* **Input data**:
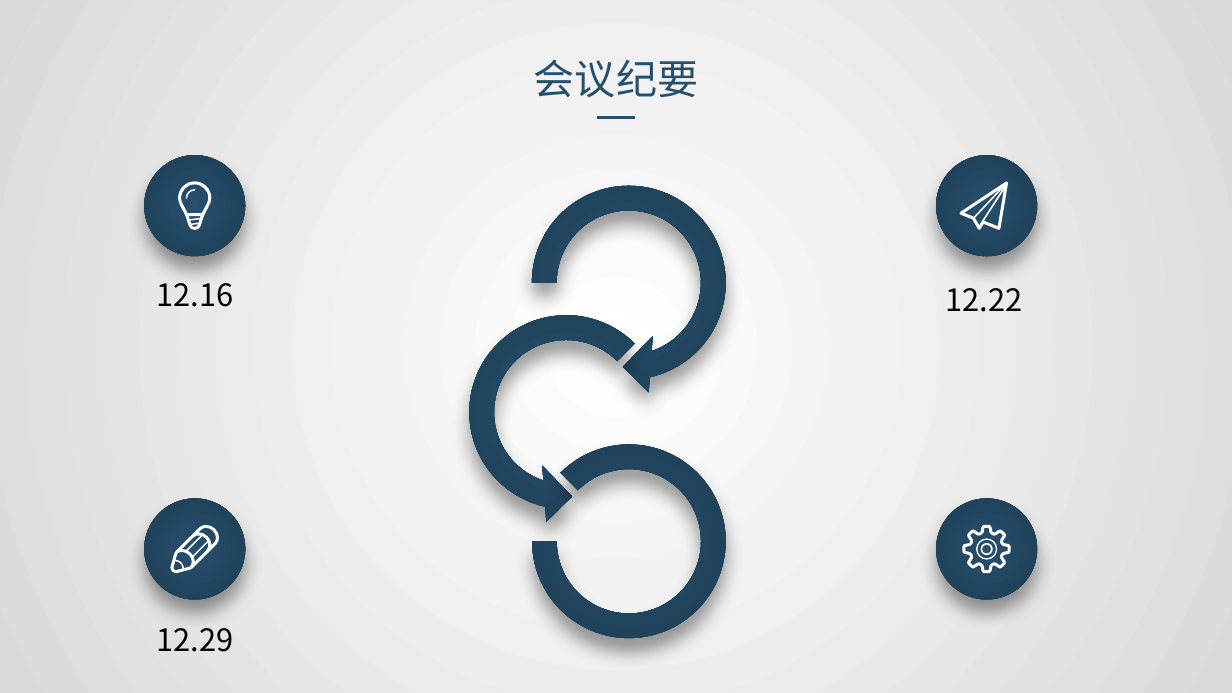
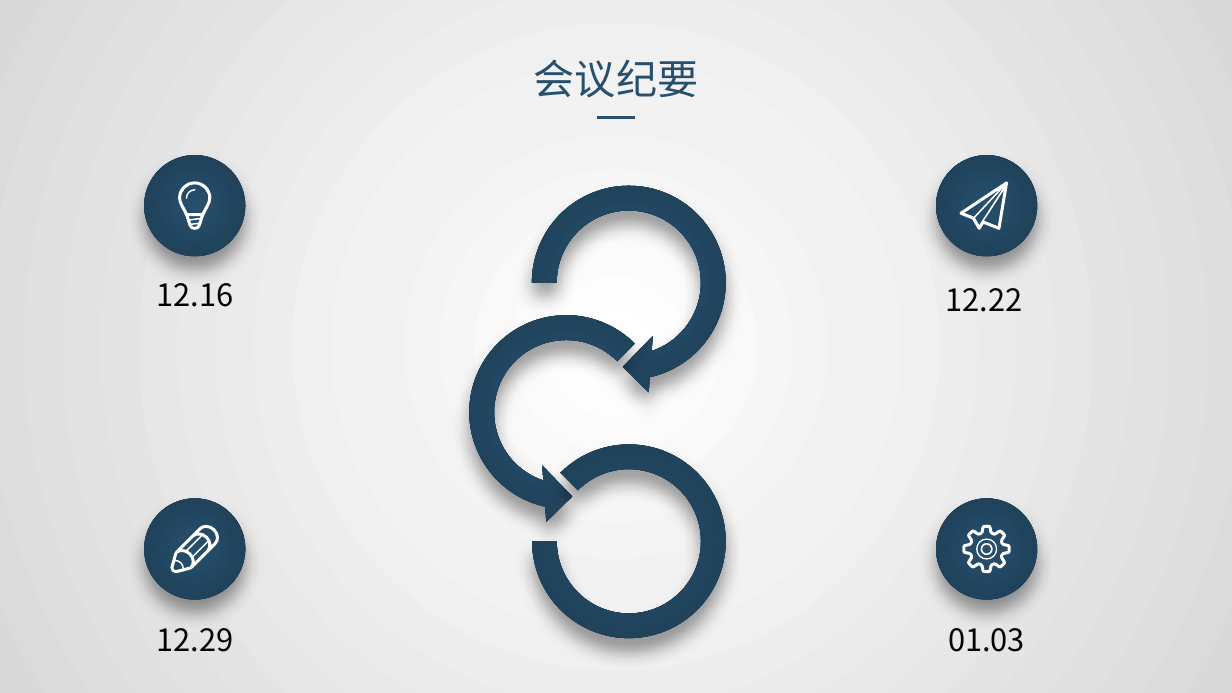
Before and after one commit to avgstuBoboge/SE2020-document, a slide deck: slide 15 of ppt/SE2020-G16-实现测试.pptx (slide 14 before the commit). Drawn at 1232x693 pixels with LibreOffice and Linux fonts; fonts in the diff are those of the drawing. Boxes give left, top, right and bottom in pixels: in the first picture for what was removed or moved away, otherwise in the second. Text is boxed around its words. In the diff, an @@ line names an element or a change of style, - is before the commit and + after.

```diff
--- a/ppt/SE2020-G16-实现测试.pptx
+++ b/ppt/SE2020-G16-实现测试.pptx
@@ text added at (948, 628, 1025, 652), 18 pt, text #000000 @@
+01.03
```
Also in this commit, not shown: 2 other slides changed, 3 slides added, 2 slides removed, 12 other files.
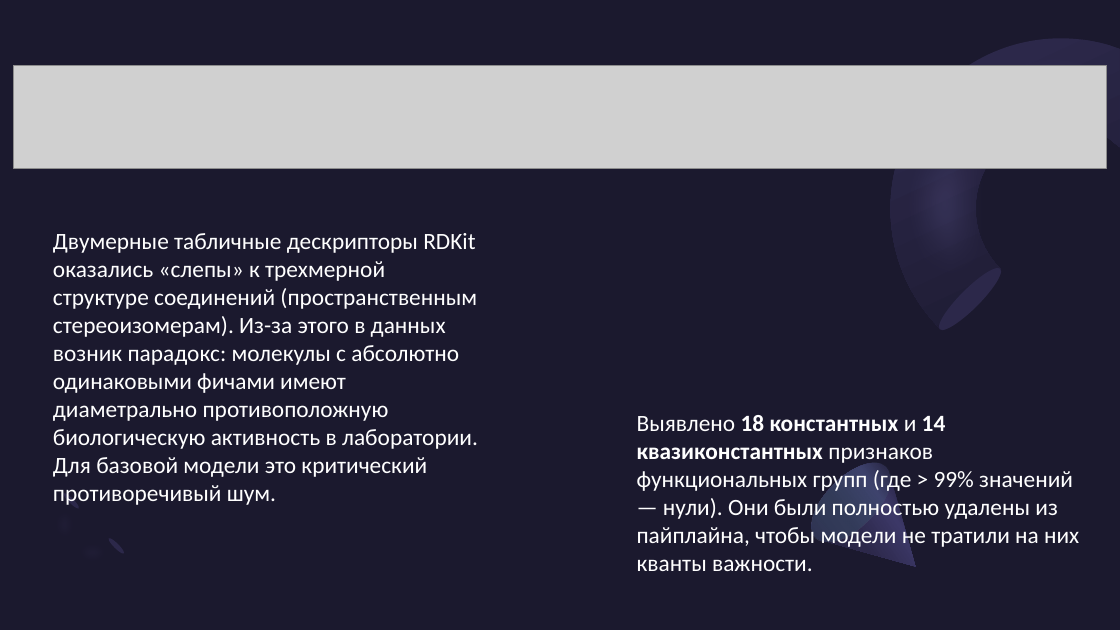
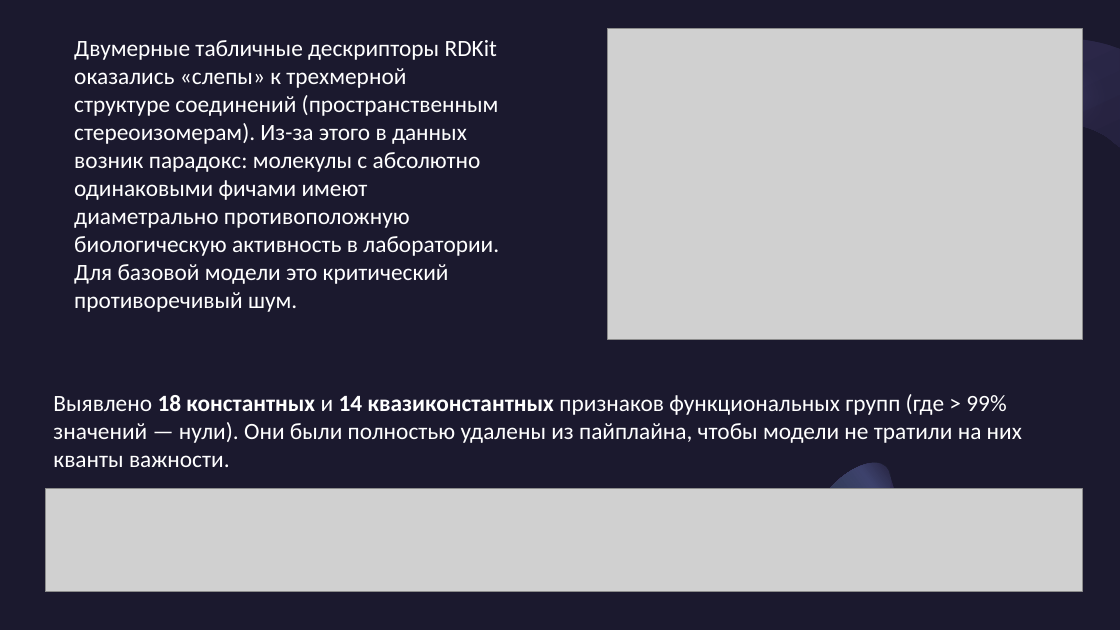
Before and after one commit to BorisBaNaNa/ChemAI-Predict-the-Cure, a slide deck: slide 5 of DPO Group 1 Presentation.pptx. Drawn at 1120x630 pixels with LibreOffice and Linux fonts; fonts in the diff are those of the drawing; grey boxes stand for pictures. Boxes give left, top, right and bottom in pixels: in the first picture for what was removed or moved away, otherwise in the second. Text is boxed around its words. In the diff, an @@ line names an element or a change of style, - is before the commit and + after.

Commit message:
обновил презентацию

```diff
--- a/DPO Group 1 Presentation.pptx
+++ b/DPO Group 1 Presentation.pptx
@@ text "Двумерные табличные дескрипторы RDKit оказались ...": place and size @@
-text "Двумерные табличные дескрипторы RDKit оказались ..." at <box>53,233,478,505</box>
+text "Двумерные табличные дескрипторы RDKit оказались ..." at <box>74,40,499,312</box>
@@ picture added at <box>607,29,1083,339</box> @@
@@ ellipse removed at <box>933,262,1007,336</box> @@
@@ text "Выявлено 18 константных и 14 ..." rewrapped from <box>637,415,1079,571</box> to <box>53,394,1022,467</box> @@
@@ picture: place and size @@
-picture at <box>13,66,1107,169</box>
+picture at <box>45,489,1082,592</box>
@@ ellipse removed at <box>62,491,81,510</box> @@
@@ ellipse removed at <box>106,537,125,556</box> @@
```

* **Task instructions**: Going through the material above, tally the lines holding "табличные" and give the number alone.

* **Written solution**: 3